[Data records]
□ □ □
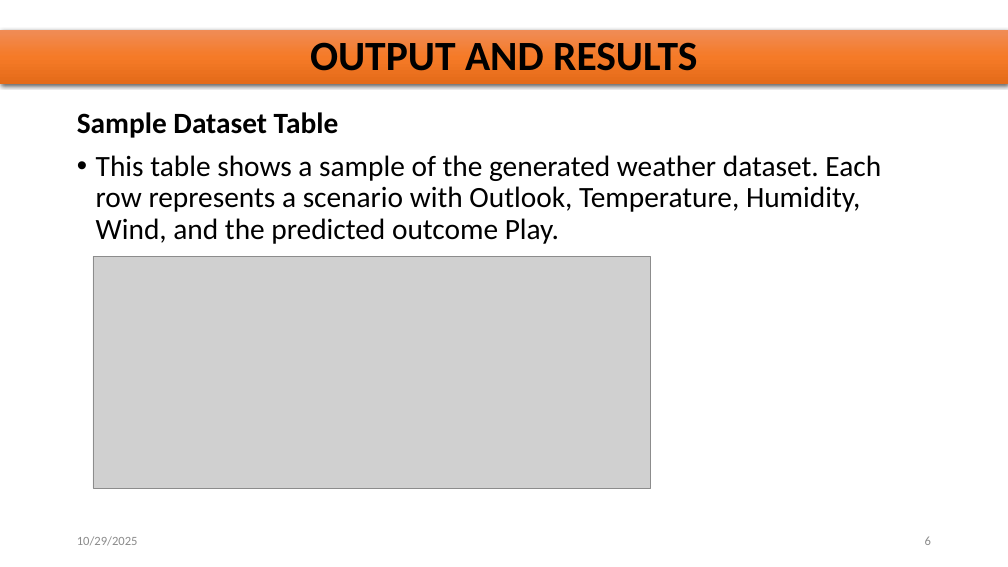
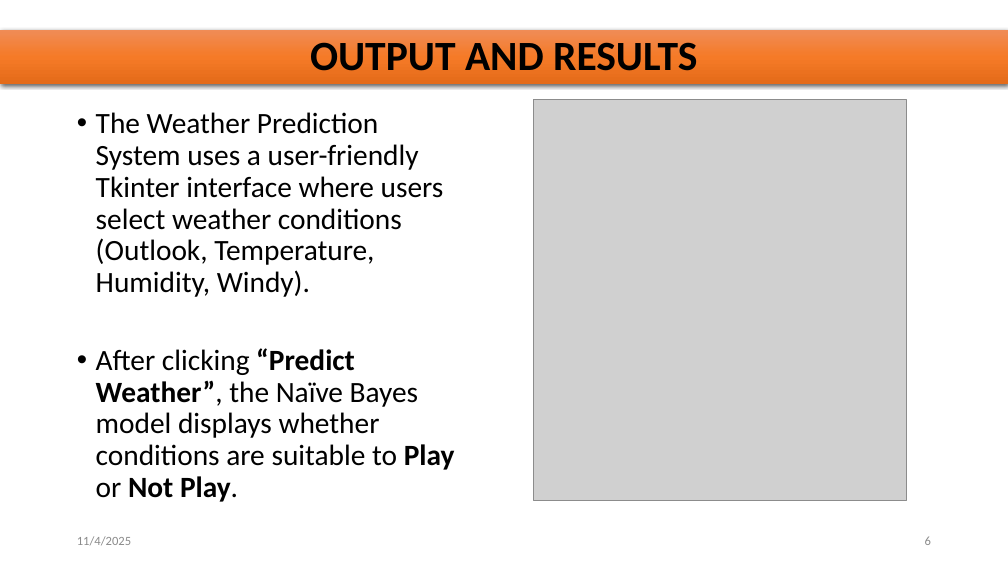
Before and after one commit to dharrini06/WeatherPredictionAI, a slide deck: slide 6 of Weather Prediction AI mini project.pptx. Drawn at 1008x567 pixels with LibreOffice and Linux fonts; fonts in the diff are those of the drawing; grey boxes stand for pictures. Boxes give left, top, right and bottom in pixels: in the first picture for what was removed or moved away, otherwise in the second. Text is boxed around its words. In the diff, an @@ line names an element or a change of style, - is before the commit and + after.

```diff
--- a/Weather Prediction AI mini project.pptx
+++ b/Weather Prediction AI mini project.pptx
@@ text at (96, 112, 455, 502): text changed @@
-Sample Dataset Table
-• This table shows a sample of the generated weather dataset. Each row represents a scenario with Outlook, Temperature, Humidity, Wind, and the predicted outcome Play.
+• The Weather Prediction System uses a user-friendly Tkinter interface where users select weather conditions (Outlook, Temperature, Humidity, Windy).
+• After clicking “Predict Weather”, the Naïve Bayes model displays whether conditions are suitable to Play or Not Play.
@@ picture added at (534, 100, 907, 501) @@
@@ picture removed at (93, 256, 650, 488) @@
@@ text at (77, 536, 131, 545): text changed @@
-10/29/2025
+11/4/2025
```
Also in this commit, not shown: 9 other slides changed, 1 slide added, 3 slides removed.
□ □ □
Work item> After reading the records above, work out how many lines contain "conditions" and give that number only.

Solution to this task> 2